During those years, I kept to myself. My role demanded complete focus and meticulous attention to detail. There was little space for anything else. Weekends often echoed with loud music and laughter from parties, but I never joined them. Fraternization held no appeal. The weight of responsibility — and the larger weight of the world — pressed heavily on my shoulders. In the quiet solitude of my connex, a simple metal shipping container converted into living quarters, I found myself searching for something steady to hold onto amid the uncertainty.
It was inside that small, dimly lit space that an unexpected source of comfort found me.
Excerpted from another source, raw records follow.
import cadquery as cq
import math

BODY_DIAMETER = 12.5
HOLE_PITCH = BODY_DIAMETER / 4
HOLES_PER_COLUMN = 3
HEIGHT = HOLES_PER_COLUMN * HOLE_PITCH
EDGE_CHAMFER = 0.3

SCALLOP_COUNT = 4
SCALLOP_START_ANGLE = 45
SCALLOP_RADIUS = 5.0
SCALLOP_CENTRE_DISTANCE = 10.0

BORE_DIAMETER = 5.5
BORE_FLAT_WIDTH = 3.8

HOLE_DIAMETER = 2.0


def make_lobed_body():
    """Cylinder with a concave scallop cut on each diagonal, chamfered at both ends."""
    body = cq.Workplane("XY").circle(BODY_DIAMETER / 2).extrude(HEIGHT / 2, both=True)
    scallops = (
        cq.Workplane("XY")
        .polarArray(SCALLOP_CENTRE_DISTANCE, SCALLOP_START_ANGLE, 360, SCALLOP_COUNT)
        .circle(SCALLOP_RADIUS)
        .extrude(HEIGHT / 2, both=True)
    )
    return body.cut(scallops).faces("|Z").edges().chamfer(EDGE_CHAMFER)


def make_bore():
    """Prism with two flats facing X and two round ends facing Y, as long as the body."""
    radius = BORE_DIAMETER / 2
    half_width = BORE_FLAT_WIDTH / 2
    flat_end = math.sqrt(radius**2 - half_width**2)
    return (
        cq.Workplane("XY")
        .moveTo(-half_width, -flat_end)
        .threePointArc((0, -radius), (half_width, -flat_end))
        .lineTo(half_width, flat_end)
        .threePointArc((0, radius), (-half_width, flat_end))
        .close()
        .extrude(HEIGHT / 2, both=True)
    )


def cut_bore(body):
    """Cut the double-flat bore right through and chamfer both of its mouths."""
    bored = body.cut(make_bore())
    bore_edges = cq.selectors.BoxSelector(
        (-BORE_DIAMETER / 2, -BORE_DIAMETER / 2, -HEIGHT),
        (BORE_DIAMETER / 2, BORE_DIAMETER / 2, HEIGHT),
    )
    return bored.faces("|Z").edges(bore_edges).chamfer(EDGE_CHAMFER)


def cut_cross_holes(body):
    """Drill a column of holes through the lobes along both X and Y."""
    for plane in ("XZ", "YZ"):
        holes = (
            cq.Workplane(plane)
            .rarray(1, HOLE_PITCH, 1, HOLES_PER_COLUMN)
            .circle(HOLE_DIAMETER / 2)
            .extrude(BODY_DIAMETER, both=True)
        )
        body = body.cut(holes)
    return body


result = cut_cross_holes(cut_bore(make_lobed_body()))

I had long been familiar with the story of Sadako Sasaki, the young Japanese girl who survived the atomic bombing of Hiroshima as a child, only to develop leukemia years later. While lying in her hospital bed, her best friend taught her the ancient legend: if a person folds one thousand origami cranes, the gods will grant them a wish. Sadako folded with quiet determination, dreaming of recovery and a long life. She completed 644 cranes before she passed away at the age of twelve. Her classmates finished the rest so she could be buried with a full thousand. From that tragedy, the origami crane rose as a powerful international symbol of peace, hope, healing, and the innocent victims of war.
Moved by Sadako’s gentle courage and the enduring power of that simple paper bird, I began folding my own cranes during those long, solitary evenings. At first, I used whatever paper I could find. But as the weeks turned into months, I started researching the best paper for origami. I soon discovered that Japanese washi paper is widely regarded as the premium choice — strong yet incredibly delicate, with a beautiful texture and the ability to hold crisp folds while remaining lightweight. It made perfect sense. In an environment filled with harsh conditions and uncertainty, only the finest materials felt right for creating something as meaningful as a symbol of peace.
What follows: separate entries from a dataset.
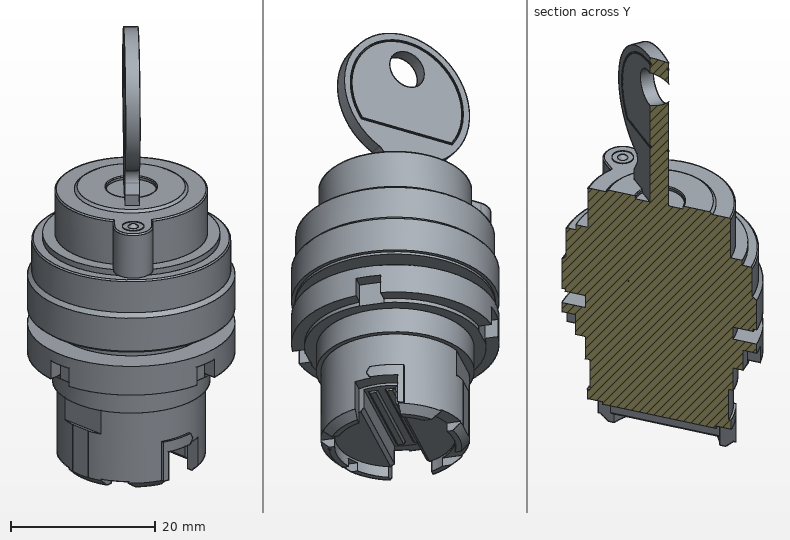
import cadquery as cq
import math


EPS = 0.1

rim_z = 0.12
shell_top_z = 12.26
nut_z = 16.03
nut_flange_z = 16.63
nut_top_z = 21.03
bezel_z = 22.98
bezel_wide_z = 23.37
bezel_cone_z = 28.4
bezel_narrow_z = 28.97
bezel_top_z = 33.92
cap_z = 34.76
cap_top_z = 41.47
disc_top_z = 41.83

shell_r = 20.6 / 2
collar_r = 21.9 / 2
nut_lip_r = 25.2 / 2
bezel_r = 28.8 / 2
bezel_foot_r = 27.8 / 2
bezel_narrow_r = 27.6 / 2
cap_seat_r = 24.6 / 2
cap_r = 21.2 / 2
disc_r = 7.9
disc_top_r = 7.5
bezel_chamfer = 0.2
rim_chamfer = 1.1

nut_slot_width = 3.5
nut_slot_top_z = 19.4
nut_slot_floor_r = 12.4

cap_chamfer = 0.2
ear_r = 5.5 / 2
ear_distance = 12.1
ear_angle = -45
ear_recess_r = 3.0 / 2
ear_recess_depth = 0.1
dome_r = 0.72
dome_rise = 0.3
keyhole_r = 3.5
keyhole_depth = 0.5
keyhole_chamfer = 0.15

window_width = 7.0
window_z = 8.33
window_flat_y = -9.7
flat_width = 3.0
flat_y = -10.14
core_r = 8.4
core_z = 1.8
side_notch_width = 6.2
side_notch_top_z = 5.55
channel_width = 4.6
channel_top_z = 5.15
channel_chamfer = 0.5
rib_half_length = 7.4
rib_height = 0.3
rib_inner_y = 0.5
rib_outer_y = 1.9
rim_gap_top_z = 1.42
front_rim_gaps = [(-6.1, -2.35), (3.5, 6.8)]
rear_rim_gaps = [(-5.0, -2.35), (3.5, 5.0)]
pip_x = -1.7
pip_y = 8.9
pip_r = 0.3

pad_r = 10.65
pad_top_z = 7.2
pad_arm_y = -3.88
pad_nose_y = 1.3
pad_nose_set_back = 0.5

key_angle = -45
key_thickness = 2.0
key_head_r = 10.0
key_head_x = 1.32
key_top_z = 65.89
key_head_z = key_top_z - key_head_r
key_hole_r = 5.5 / 2
key_hole_z = 60.5
key_groove_r = 9.0
key_groove_bottom_z = 50.55
key_groove_width = 0.2
key_groove_depth = 0.15
blade_left_x = -2.3
blade_right_x = 6.22
neck_right_x = 5.05
neck_start_x = 5.3
neck_fillet = 1.5
shoulder_z = 43.45
neck_end = (5.36, 44.85)


def cylinder(radius, z_low, z_high):
    return cq.Workplane("XY").workplane(offset=z_low).circle(radius).extrude(z_high - z_low)


def block(x_range, y_range, z_range):
    sizes = [high - low for low, high in (x_range, y_range, z_range)]
    return cq.Workplane("XY").box(*sizes, centered=False).translate((x_range[0], y_range[0], z_range[0]))


def make_turned_body():
    profile = [
        (0, rim_z),
        (shell_r - rim_chamfer, rim_z),
        (shell_r, rim_z + rim_chamfer),
        (shell_r, shell_top_z),
        (collar_r, shell_top_z),
        (collar_r, nut_z),
        (nut_lip_r, nut_z),
        (nut_lip_r, nut_flange_z),
        (bezel_r, nut_flange_z),
        (bezel_r, nut_top_z),
        (collar_r, nut_top_z),
        (collar_r, bezel_z),
        (bezel_foot_r, bezel_z),
        (bezel_foot_r, bezel_wide_z),
        (bezel_r, bezel_wide_z),
        (bezel_r, bezel_cone_z),
        (bezel_narrow_r, bezel_narrow_z),
        (bezel_narrow_r, bezel_top_z - bezel_chamfer),
        (bezel_narrow_r - bezel_chamfer, bezel_top_z),
        (cap_seat_r, bezel_top_z),
        (cap_seat_r, cap_z),
        (0, cap_z),
    ]
    return cq.Workplane("XZ").polyline(profile).close().revolve(360, (0, 0, 0), (0, 1, 0))


def cut_nut_slots(body):
    half = nut_slot_width / 2
    slot = block((nut_slot_floor_r, bezel_r + EPS), (-half, half), (nut_z - EPS, nut_slot_top_z))
    for angle in (0, 90, 180, 270):
        body = body.cut(slot.rotate((0, 0, 0), (0, 0, 1), angle))
    return body


def make_cap():
    ear = cylinder(ear_r, cap_z, cap_top_z).translate((ear_distance, 0, 0))
    bridge = block((0, ear_distance), (-ear_r, ear_r), (cap_z, cap_top_z))
    cap = cylinder(cap_r, cap_z, cap_top_z).union(ear).union(bridge)
    cap = cap.faces(">Z").edges().chamfer(cap_chamfer)

    recess_z = cap_top_z - ear_recess_depth
    recess = cylinder(ear_recess_r, recess_z, cap_top_z + EPS)
    dome_height = ear_recess_depth + dome_rise
    sphere_r = (dome_r**2 + dome_height**2) / (2 * dome_height)
    dome = cq.Workplane("XY").sphere(sphere_r).translate((0, 0, recess_z + dome_height - sphere_r))
    cap = cap.cut(recess.translate((ear_distance, 0, 0)))
    cap = cap.union(dome.translate((ear_distance, 0, 0)))
    cap = cap.rotate((0, 0, 0), (0, 0, 1), ear_angle)

    disc = (
        cq.Workplane("XY")
        .workplane(offset=cap_top_z)
        .circle(disc_r)
        .workplane(offset=disc_top_z - cap_top_z)
        .circle(disc_top_r)
        .loft()
    )
    keyhole = cylinder(keyhole_r, disc_top_z - keyhole_depth, disc_top_z + EPS)
    disc = disc.cut(keyhole)
    disc = disc.faces(">Z").edges(cq.selectors.RadiusNthSelector(0)).chamfer(keyhole_chamfer)
    return cap.cut(keyhole).union(disc)


def cut_front_flats(body):
    outside_y = -shell_r - EPS
    half_window = window_width / 2
    half_flat = flat_width / 2
    window = block((-half_window, half_window), (outside_y, window_flat_y), (window_z, shell_top_z))
    flat = block((-half_flat, half_flat), (outside_y, flat_y), (0, window_z))
    return body.cut(window).cut(flat)


def make_pads():
    notch_edge_y = -side_notch_width / 2
    nose_middle_z = (pad_top_z + side_notch_top_z) / 2
    outline = [
        (pad_arm_y, rim_z + rim_chamfer),
        (notch_edge_y, rim_z + rim_chamfer),
        (notch_edge_y, side_notch_top_z),
        (pad_nose_y - pad_nose_set_back, side_notch_top_z),
        (pad_nose_y, nose_middle_z),
        (pad_nose_y - pad_nose_set_back, pad_top_z),
        (pad_arm_y, pad_top_z),
    ]
    prism = cq.Workplane("YZ").polyline(outline).close().extrude(pad_r, both=True)
    sleeve = cylinder(pad_r, 0, shell_top_z).cut(cylinder(core_r, 0, shell_top_z))
    return prism.intersect(sleeve)


def cut_underside(body):
    reach = pad_r + EPS
    half_notch = side_notch_width / 2
    half_channel = channel_width / 2

    body = body.cut(cylinder(core_r, -EPS, core_z))
    notch = block((-reach, reach), (-half_notch, half_notch), (-EPS, side_notch_top_z))
    body = body.cut(notch.cut(cylinder(core_r, -EPS, shell_top_z)))

    channel_outline = [
        (-half_channel - channel_chamfer, core_z),
        (half_channel + channel_chamfer, core_z),
        (half_channel, core_z + channel_chamfer),
        (half_channel, channel_top_z),
        (-half_channel, channel_top_z),
        (-half_channel, core_z + channel_chamfer),
    ]
    channel = cq.Workplane("YZ").polyline(channel_outline).close().extrude(core_r, both=True)
    body = body.cut(channel)

    for ranges, side in ((front_rim_gaps, -1), (rear_rim_gaps, 1)):
        y_range = sorted((0, side * reach))
        for x_range in ranges:
            body = body.cut(block(x_range, y_range, (-EPS, rim_gap_top_z)))
    return body


def make_channel_ribs():
    ribs = cq.Workplane("YZ")
    for side in (-1, 1):
        outline = [
            (side * rib_inner_y, channel_top_z + EPS),
            (side * rib_outer_y, channel_top_z + EPS),
            (side * rib_outer_y, channel_top_z),
            (side * (rib_outer_y - rib_height), channel_top_z - rib_height),
            (side * (rib_inner_y + rib_height), channel_top_z - rib_height),
            (side * rib_inner_y, channel_top_z),
        ]
        rib = cq.Workplane("YZ").polyline(outline).close().extrude(rib_half_length, both=True)
        ribs = ribs.add(rib)
    return ribs.combine()


def make_pip():
    cone = cq.Solid.makeCone(0, pip_r, rim_z + EPS)
    return cq.Workplane(cone).translate((pip_x, pip_y, 0))


def make_key_panel(radius, bottom_z):
    """Plate of key thickness: a disc on the head centre, cut off straight at bottom_z."""
    half_chord = math.sqrt(radius**2 - (key_head_z - bottom_z) ** 2)
    return (
        cq.Workplane("XZ")
        .moveTo(key_head_x - half_chord, bottom_z)
        .threePointArc((key_head_x, key_head_z + radius), (key_head_x + half_chord, bottom_z))
        .close()
        .extrude(key_thickness / 2, both=True)
    )


def make_key():
    half = key_thickness / 2
    blade_end_z = disc_top_z - keyhole_depth - EPS

    def head_bottom_z(x):
        return key_head_z - math.sqrt(key_head_r**2 - (x - key_head_x) ** 2)

    neck_start = (neck_start_x, head_bottom_z(neck_start_x))
    neck_middle = (neck_right_x, (neck_start[1] + neck_end[1]) / 2)
    key = (
        cq.Workplane("XZ")
        .moveTo(blade_left_x, blade_end_z)
        .lineTo(blade_right_x, blade_end_z)
        .lineTo(blade_right_x, shoulder_z)
        .lineTo(*neck_end)
        .threePointArc(neck_middle, neck_start)
        .threePointArc((key_head_x, key_top_z), (blade_left_x, head_bottom_z(blade_left_x)))
        .close()
        .extrude(half, both=True)
    )
    neck_corner = cq.selectors.NearestToPointSelector((blade_left_x, 0, head_bottom_z(blade_left_x)))
    key = key.edges("|Y").edges(neck_corner).fillet(neck_fillet)

    hole = (
        cq.Workplane("XZ", origin=(key_head_x, half, key_hole_z))
        .circle(key_hole_r)
        .extrude(key_thickness)
    )
    groove = make_key_panel(key_groove_r, key_groove_bottom_z)
    groove = groove.cut(
        make_key_panel(key_groove_r - key_groove_width, key_groove_bottom_z + key_groove_width)
    )
    groove_shift = key_thickness - key_groove_depth
    for side in (-1, 1):
        key = key.cut(groove.translate((0, side * groove_shift, 0)))
    return key.cut(hole).rotate((0, 0, 0), (0, 0, 1), key_angle)


body = cut_nut_slots(make_turned_body())
body = cut_front_flats(body)
body = body.union(make_pads())
body = cut_underside(body)
body = body.union(make_channel_ribs()).union(make_pip())
result = body.union(make_cap()).union(make_key())

From then on, I folded exclusively with the best washi paper I could obtain, even if it meant ordering it from afar and waiting patiently for packages to arrive. Each sheet felt special — a small luxury in a place where luxuries were rare.
In the quiet hours after my shifts, with the low hum of generators and occasional distant sounds filtering through the walls, I folded crane after crane. Each deliberate fold became more than a craft. It turned into a meditation, a silent prayer pressed gently into the paper.
With every wing, every neck, every tail, I whispered wishes: for the safety of the soldiers who depended on the clean water I helped provide, for healing and stability in Iraq, for my own shaken sense of peace that had cracked open since 9/11, and for a world that seemed forever caught in cycles of conflict.
The simple, repetitive motion brought a surprising calm. It reminded me that even in the harshest environments, small, repeated acts of creation and hope could endure and quietly resist despair.
By the time my final contract ended in 2011 and I returned home, I had folded well over one thousand cranes — many more, in truth. They are now stored safely, tucked away like fragile yet resilient witnesses to those intense, lonely years. Delicate sheets of washi paper that somehow survived the journey across oceans and time.
It is now 2026 — twenty-five years since the towers fell. As a nation and as individuals, we continue to heal in ways both visible and invisible. The scars remain, but so does the quiet determination to move forward.
Today, I feel ready to share this deeply personal chapter of my life. These cranes are more than a wartime pastime or a way to pass empty hours in a bunker. They represent my small, persistent offering of hope — born from a naturalized citizen’s deep loyalty and love for her adopted country.
Sephy's One Thousand Peace Cranes — born in the solitude of a metal connex under foreign skies, carried home with care, and now offered as proof that peace, like hope itself, often begins with small, deliberate acts repeated with patience and love.